Copy each line from the listing below where the word "files" shows up.

> _RECORDS PROVIDED_:
»»

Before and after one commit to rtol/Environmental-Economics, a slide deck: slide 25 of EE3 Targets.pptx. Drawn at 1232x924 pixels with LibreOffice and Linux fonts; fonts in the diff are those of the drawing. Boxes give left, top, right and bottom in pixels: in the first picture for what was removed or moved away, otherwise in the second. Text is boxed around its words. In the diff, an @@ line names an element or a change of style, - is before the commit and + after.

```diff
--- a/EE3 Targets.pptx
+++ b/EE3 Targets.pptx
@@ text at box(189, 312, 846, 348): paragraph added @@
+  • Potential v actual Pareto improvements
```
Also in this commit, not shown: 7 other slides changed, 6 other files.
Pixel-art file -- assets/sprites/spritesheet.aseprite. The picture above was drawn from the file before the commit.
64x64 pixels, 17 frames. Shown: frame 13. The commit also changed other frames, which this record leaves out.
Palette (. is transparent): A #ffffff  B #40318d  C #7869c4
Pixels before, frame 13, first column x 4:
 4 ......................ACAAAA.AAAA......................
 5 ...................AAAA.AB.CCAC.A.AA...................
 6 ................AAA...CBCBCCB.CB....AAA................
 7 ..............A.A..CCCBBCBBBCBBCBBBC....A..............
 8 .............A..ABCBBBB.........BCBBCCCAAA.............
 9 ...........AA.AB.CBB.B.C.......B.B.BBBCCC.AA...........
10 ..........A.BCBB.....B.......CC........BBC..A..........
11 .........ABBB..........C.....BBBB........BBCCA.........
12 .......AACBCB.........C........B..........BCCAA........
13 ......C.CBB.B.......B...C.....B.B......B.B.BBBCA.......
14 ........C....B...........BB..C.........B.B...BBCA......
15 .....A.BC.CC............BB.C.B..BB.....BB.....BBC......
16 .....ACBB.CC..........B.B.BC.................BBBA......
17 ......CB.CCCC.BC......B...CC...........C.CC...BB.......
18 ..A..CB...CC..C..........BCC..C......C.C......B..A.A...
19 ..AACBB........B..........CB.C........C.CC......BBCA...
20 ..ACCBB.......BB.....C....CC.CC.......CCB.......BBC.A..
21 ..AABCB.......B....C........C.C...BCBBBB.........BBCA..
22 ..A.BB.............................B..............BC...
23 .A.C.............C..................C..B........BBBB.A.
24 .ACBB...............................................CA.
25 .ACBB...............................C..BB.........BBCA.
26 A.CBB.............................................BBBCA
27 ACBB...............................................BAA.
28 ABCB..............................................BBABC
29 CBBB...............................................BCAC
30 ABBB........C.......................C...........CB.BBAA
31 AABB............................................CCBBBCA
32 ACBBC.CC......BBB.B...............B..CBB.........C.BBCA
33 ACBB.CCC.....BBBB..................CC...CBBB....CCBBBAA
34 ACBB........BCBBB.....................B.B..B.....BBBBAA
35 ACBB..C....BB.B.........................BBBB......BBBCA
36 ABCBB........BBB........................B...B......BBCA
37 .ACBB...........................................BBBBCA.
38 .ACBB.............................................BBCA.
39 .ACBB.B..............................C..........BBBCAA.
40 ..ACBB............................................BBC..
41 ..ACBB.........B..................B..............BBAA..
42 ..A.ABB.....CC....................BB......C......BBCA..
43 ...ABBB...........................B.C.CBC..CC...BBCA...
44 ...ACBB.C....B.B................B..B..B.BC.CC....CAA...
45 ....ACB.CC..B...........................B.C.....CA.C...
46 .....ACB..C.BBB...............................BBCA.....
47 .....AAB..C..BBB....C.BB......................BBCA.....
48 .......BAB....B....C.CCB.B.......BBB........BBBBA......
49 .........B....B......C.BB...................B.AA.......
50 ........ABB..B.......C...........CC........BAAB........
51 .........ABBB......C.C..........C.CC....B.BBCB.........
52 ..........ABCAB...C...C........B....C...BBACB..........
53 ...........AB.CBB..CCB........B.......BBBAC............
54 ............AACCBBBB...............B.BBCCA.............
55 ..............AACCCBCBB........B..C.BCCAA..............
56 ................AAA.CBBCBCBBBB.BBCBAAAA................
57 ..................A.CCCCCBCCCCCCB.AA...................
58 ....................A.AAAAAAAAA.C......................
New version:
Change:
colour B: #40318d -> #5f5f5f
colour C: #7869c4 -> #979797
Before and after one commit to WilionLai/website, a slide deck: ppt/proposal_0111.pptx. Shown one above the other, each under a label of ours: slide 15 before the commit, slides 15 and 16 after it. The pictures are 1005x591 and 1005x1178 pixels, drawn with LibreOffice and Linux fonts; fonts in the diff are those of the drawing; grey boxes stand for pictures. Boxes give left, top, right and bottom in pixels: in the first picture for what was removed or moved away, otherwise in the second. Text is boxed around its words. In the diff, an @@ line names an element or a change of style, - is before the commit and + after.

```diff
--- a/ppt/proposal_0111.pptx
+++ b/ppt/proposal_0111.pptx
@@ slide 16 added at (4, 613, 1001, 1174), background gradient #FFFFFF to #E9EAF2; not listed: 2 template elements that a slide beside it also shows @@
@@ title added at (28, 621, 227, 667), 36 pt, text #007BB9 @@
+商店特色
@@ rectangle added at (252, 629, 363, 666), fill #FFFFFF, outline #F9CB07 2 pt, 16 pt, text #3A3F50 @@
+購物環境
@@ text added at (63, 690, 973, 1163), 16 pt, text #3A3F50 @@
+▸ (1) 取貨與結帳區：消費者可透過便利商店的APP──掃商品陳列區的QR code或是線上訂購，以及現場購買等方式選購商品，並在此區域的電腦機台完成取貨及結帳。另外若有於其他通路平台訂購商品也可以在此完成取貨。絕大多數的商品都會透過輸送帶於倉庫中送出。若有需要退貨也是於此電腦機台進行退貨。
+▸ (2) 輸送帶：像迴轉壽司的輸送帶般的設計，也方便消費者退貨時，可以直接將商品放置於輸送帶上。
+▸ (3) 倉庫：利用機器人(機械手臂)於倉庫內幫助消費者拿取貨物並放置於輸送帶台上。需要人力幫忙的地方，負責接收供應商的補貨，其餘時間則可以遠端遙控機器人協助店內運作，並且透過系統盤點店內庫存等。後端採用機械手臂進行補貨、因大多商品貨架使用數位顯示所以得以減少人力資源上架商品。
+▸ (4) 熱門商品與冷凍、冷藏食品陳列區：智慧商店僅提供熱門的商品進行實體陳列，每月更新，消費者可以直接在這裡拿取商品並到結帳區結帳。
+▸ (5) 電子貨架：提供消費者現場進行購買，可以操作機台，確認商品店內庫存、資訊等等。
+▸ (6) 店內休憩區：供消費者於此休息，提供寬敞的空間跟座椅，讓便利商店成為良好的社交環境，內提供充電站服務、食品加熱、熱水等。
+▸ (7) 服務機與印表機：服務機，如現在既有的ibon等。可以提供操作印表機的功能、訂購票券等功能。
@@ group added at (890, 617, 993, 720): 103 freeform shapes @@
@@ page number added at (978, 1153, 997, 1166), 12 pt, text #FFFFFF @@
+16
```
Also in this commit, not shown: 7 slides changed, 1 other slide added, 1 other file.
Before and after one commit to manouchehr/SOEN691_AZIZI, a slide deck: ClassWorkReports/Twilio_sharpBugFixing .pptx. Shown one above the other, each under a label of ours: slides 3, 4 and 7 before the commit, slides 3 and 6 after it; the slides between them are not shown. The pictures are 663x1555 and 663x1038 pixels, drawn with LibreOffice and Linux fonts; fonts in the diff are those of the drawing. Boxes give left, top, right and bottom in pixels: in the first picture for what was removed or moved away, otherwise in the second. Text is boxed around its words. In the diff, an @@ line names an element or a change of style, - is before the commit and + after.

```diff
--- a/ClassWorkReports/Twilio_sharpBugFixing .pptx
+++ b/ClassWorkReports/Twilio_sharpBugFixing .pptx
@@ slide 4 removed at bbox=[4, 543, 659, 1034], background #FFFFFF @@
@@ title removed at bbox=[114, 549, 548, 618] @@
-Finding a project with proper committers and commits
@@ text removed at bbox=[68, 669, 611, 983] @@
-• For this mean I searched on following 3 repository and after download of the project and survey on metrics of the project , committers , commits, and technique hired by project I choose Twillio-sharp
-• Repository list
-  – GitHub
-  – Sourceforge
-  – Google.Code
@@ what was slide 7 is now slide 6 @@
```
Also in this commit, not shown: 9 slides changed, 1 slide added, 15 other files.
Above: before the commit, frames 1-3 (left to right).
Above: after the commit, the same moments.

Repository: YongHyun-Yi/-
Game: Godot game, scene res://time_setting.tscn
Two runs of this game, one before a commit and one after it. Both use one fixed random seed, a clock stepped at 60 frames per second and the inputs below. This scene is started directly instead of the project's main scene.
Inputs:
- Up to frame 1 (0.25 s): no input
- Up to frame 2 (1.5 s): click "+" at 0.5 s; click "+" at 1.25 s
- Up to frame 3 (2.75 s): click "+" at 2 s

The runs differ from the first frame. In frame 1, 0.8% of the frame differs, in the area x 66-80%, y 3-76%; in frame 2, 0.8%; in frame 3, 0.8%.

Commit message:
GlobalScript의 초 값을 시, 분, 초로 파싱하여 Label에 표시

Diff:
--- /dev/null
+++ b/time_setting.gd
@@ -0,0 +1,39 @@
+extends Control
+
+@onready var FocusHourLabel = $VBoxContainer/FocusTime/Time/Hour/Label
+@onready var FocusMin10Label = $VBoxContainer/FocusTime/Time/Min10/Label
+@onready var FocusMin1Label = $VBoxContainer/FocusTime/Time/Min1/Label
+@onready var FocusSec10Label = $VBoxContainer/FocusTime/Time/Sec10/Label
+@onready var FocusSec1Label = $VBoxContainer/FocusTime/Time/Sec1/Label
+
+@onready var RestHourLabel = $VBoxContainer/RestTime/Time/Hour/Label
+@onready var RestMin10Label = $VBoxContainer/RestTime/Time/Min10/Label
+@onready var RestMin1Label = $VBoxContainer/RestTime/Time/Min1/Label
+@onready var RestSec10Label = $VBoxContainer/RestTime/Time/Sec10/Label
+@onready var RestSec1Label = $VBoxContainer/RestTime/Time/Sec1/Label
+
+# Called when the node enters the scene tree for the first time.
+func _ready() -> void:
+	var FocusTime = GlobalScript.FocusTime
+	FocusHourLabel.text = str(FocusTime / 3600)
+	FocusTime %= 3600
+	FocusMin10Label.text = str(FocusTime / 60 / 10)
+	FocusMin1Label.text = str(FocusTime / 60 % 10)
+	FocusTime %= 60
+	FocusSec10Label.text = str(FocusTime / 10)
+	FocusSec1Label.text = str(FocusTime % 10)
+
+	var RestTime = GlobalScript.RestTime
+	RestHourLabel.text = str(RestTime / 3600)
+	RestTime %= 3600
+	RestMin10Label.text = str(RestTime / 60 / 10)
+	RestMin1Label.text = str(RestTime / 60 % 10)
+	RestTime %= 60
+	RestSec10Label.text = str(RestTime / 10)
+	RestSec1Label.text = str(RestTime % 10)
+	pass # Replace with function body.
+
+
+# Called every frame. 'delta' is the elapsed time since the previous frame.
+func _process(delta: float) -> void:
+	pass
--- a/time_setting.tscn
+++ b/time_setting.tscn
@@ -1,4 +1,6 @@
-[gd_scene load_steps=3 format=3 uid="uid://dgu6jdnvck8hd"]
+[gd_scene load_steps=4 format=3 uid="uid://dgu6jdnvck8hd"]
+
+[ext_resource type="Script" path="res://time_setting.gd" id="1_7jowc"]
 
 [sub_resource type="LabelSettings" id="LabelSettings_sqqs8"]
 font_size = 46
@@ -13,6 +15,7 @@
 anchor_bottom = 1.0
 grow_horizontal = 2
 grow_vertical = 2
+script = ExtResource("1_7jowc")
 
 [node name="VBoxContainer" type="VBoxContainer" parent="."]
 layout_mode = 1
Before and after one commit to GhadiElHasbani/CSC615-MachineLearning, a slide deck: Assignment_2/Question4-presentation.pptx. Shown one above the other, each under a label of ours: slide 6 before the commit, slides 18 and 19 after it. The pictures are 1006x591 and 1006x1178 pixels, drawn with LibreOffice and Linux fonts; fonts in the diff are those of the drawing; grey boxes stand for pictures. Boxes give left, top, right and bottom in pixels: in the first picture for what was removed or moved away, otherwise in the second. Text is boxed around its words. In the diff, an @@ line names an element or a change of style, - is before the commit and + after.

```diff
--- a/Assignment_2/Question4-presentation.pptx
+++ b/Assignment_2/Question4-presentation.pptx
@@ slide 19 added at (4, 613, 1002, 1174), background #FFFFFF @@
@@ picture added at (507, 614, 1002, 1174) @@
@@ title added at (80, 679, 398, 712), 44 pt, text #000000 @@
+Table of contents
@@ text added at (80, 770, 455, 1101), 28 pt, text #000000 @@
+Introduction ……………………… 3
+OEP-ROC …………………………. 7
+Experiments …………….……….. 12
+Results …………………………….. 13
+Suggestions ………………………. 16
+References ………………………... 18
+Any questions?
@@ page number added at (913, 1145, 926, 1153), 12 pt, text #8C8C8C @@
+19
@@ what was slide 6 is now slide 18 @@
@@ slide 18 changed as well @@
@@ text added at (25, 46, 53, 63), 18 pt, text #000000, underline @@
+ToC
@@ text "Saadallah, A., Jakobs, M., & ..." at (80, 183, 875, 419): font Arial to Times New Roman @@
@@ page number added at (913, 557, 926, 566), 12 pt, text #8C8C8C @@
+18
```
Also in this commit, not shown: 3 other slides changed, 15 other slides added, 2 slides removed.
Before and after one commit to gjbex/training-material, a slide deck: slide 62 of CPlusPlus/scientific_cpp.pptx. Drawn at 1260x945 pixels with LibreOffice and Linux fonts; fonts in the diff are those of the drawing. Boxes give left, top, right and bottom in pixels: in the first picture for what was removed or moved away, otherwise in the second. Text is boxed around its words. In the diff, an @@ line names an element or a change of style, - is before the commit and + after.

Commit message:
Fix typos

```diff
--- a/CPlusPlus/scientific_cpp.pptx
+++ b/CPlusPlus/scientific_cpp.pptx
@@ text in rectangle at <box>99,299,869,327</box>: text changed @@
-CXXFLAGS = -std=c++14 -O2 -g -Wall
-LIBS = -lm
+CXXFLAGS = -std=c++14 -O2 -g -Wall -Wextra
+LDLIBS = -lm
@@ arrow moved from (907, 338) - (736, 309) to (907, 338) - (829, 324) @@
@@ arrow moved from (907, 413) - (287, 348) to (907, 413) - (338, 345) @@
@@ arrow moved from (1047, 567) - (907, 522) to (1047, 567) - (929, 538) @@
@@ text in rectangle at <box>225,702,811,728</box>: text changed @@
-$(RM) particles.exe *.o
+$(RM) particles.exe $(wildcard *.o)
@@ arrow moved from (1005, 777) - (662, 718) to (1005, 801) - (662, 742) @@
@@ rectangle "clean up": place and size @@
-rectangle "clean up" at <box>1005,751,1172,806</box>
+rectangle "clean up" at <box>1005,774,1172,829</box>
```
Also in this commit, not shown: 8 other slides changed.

««

> _EXERCISE ANSWER_:
Also in this commit, not shown: 7 other slides changed, 6 other files.
Also in this commit, not shown: 9 slides changed, 1 slide added, 15 other files.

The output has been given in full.